Changing the image of our cities

Cities like Ludhiana are gradually becoming places not worth living. Already people are migrating from inner areas to outskirts, but seeing the lack of any planning here, these areas too could become congested soon. The Municipal Corporation of Ludhiana has no political will to maintain the city. Can we build a new Ludhiana or similar other cities instead of expanding the existing old modules? There is no harm in exploring new concepts and ideas.

To begin with, the government could declare that there will be no more registration of residential and commercial properties after, say, 2050. This will bring down the skyrocketing prices of property. At the same time, let an alternate area be acquired and developed scientifically, sector wise, where no shops are allowed on roads. Every sector is provided with a health centre, primary school and a vast playground. A cluster of sectors could have shopping centres, schools, colleges and hospitals.

Instead of plots, we can opt for flats with more open space. Areas could be compulsory marked for social forestry or greenery. Every sector should have a certain percentage of flats for the below poverty line people as they have to provide allied services in the nearby flats.

Such plans will give a boost to Punjab’s economy, create lakhs of jobs in the housing industry and improve the image of our cities.

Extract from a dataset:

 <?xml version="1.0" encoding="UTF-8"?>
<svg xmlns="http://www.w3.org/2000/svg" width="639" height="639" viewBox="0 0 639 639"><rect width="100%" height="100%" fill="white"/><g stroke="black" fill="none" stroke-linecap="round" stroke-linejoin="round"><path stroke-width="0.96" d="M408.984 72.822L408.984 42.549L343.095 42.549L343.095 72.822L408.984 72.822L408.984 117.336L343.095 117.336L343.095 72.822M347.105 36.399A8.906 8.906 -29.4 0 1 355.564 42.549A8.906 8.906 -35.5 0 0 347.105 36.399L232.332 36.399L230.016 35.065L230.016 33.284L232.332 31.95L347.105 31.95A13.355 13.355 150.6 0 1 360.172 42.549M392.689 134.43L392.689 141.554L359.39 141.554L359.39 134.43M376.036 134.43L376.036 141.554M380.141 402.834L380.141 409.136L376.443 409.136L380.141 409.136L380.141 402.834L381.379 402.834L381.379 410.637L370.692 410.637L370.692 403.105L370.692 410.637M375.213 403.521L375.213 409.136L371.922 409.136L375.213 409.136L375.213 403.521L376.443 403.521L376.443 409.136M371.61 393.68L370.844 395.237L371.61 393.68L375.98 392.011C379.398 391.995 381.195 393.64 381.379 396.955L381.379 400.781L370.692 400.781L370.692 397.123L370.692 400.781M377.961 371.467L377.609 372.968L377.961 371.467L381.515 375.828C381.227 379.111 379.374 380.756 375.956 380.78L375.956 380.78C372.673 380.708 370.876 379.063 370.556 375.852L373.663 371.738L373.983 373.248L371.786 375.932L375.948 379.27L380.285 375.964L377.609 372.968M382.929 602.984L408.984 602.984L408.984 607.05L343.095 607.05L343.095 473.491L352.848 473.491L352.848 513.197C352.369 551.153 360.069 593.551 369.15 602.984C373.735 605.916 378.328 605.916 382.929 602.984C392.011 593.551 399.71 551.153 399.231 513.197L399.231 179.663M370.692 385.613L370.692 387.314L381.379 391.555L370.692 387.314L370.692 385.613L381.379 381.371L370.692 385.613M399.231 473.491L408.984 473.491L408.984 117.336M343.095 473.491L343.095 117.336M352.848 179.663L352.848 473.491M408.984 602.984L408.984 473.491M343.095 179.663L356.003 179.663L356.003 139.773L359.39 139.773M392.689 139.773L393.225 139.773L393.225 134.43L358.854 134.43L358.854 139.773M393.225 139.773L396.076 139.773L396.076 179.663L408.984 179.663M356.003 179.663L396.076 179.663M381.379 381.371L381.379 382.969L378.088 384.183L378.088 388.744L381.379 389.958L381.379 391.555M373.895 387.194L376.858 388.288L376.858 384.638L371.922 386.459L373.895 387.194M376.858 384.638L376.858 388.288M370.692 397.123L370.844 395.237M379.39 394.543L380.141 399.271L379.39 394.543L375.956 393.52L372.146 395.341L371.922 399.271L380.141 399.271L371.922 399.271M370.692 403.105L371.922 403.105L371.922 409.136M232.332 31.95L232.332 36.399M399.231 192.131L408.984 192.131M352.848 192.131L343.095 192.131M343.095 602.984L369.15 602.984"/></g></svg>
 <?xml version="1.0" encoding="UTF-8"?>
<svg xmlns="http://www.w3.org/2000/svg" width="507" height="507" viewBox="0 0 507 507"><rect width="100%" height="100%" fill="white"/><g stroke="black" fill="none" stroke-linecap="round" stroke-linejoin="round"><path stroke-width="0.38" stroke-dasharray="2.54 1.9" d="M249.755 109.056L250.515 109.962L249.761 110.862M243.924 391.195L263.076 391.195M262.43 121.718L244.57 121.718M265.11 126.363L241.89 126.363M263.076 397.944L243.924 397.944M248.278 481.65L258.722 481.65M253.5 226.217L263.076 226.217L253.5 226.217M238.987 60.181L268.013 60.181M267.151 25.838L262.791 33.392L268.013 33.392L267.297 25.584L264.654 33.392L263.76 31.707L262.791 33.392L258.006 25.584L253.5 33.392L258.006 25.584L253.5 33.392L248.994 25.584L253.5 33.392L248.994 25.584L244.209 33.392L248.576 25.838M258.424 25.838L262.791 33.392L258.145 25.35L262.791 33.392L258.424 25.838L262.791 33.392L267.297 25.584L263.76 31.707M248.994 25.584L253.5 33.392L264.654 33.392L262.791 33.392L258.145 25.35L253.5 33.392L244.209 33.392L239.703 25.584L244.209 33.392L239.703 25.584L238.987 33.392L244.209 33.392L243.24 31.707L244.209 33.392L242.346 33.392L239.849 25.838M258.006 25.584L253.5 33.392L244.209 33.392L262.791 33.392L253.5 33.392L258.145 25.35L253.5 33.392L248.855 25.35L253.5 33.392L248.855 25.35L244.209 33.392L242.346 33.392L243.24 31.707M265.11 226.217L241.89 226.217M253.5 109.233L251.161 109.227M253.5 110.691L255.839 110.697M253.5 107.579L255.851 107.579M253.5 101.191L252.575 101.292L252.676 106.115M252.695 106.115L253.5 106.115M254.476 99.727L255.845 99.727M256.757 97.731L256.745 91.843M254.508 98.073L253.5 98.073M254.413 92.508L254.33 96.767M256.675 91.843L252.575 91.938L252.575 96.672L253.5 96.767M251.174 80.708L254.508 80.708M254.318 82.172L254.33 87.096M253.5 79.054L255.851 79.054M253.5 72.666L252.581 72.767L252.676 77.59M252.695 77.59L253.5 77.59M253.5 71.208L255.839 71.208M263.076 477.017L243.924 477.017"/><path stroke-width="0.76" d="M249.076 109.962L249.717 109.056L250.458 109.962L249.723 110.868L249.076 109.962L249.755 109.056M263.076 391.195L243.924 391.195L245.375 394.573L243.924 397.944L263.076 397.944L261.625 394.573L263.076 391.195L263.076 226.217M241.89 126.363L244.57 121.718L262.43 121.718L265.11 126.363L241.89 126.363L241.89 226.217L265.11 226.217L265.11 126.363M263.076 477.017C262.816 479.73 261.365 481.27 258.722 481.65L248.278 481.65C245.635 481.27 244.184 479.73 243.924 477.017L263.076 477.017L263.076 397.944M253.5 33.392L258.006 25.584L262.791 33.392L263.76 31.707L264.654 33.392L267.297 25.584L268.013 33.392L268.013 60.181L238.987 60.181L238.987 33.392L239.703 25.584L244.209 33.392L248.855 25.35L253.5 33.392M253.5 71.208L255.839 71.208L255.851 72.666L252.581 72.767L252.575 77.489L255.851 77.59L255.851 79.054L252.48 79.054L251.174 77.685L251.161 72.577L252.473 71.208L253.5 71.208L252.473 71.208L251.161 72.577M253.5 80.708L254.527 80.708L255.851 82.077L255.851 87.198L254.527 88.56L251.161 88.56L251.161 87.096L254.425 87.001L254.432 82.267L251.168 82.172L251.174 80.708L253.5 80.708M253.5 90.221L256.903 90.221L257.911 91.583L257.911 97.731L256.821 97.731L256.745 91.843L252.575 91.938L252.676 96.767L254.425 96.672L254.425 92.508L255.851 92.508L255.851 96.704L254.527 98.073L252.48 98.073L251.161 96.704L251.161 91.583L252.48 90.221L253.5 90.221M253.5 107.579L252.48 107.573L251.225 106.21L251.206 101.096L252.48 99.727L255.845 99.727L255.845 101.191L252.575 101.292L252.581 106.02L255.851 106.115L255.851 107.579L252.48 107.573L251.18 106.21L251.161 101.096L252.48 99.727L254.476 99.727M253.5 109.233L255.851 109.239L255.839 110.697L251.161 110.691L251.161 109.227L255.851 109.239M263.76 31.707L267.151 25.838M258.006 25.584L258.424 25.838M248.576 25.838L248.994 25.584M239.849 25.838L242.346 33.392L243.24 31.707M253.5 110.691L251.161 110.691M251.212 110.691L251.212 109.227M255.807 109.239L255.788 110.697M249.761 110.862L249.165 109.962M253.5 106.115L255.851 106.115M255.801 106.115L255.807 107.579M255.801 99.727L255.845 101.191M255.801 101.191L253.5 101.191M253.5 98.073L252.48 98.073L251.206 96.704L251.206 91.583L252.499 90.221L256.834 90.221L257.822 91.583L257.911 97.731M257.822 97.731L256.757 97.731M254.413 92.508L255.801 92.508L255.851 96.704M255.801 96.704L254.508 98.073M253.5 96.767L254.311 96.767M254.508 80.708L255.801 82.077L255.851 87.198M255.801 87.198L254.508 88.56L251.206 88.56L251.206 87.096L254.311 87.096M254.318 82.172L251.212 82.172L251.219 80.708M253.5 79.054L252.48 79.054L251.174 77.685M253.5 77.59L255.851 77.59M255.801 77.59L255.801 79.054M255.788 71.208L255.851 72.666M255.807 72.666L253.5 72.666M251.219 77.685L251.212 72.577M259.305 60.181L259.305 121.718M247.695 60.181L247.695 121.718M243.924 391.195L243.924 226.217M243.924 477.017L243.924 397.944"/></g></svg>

G.S. GILL, Ludhiana, Bhai Mardana


I read the report on Bhai Mardana’s descendents. Sikhs have always remembered and revered Bhai Mardana for the supreme service he rendered to Guru Nanak. The reminder by Gulam Mohammad Chand, a descendent of Mardana, to the Sikh bodies to build a memorial-cum- institution of classical Gurbani singing in the name of his forefather bears weight.

However, his persistent demand to recite hymns at Harmandir Sahib, Amritsar, is uncalled for. The sanctum sanctorum has a protocol and code for ragis which is followed strictly and need not be relaxed just to prove gratitude towards the present-day rababis.

Moreover, during Gurupurab or other celebrations in Pakistan, these rababis accompany the Sikh Jathas to all the Gurudwaras and freely perform kirtan at each stage, often for a longer duration than the other ragis. Their star attraction draws generous donations from the Sikh Sangat which has become the rababis’ prime objective to collect. I remember how one rababi kept chasing me for two days after I made a casual mention to gift him a woolen shawl.


English for kids

I fully endorse Dr T. R. Sharma’s views in the letter, “English for kids” (Nov 22). Before 1947, English was taught from Class V in the high schools when primary school was up to Class IV. Students in primary schools studied mother tongue, Urdu, Punjabi or Hindi for four years along with arithmetic and geography.

English medium in science and mathematics was introduced in Class IX. A few brilliant students were allowed to study science and the number of subjects were five in matriculation as against eight subjects at present. The standard of English has fallen so low that a trained graduate cannot write an application in English today.

English must be introduced form Class IV when the kid’s brain is mature and understanding is adequate. Teachers who are graduates with English as elective subject be allowed to teach English. The Punjab School Education Board has raised the standard of English in middle and matric which is beyond the comprehension of students and teachers.


Sex education

Usha Rai’s piece “Sex education can save lives” was highly educative, useful and significant. To prevent AIDS from sexually transmitted diseases, there is a dire need for sexeducation which must be made compulsory by including it in the school curriculum.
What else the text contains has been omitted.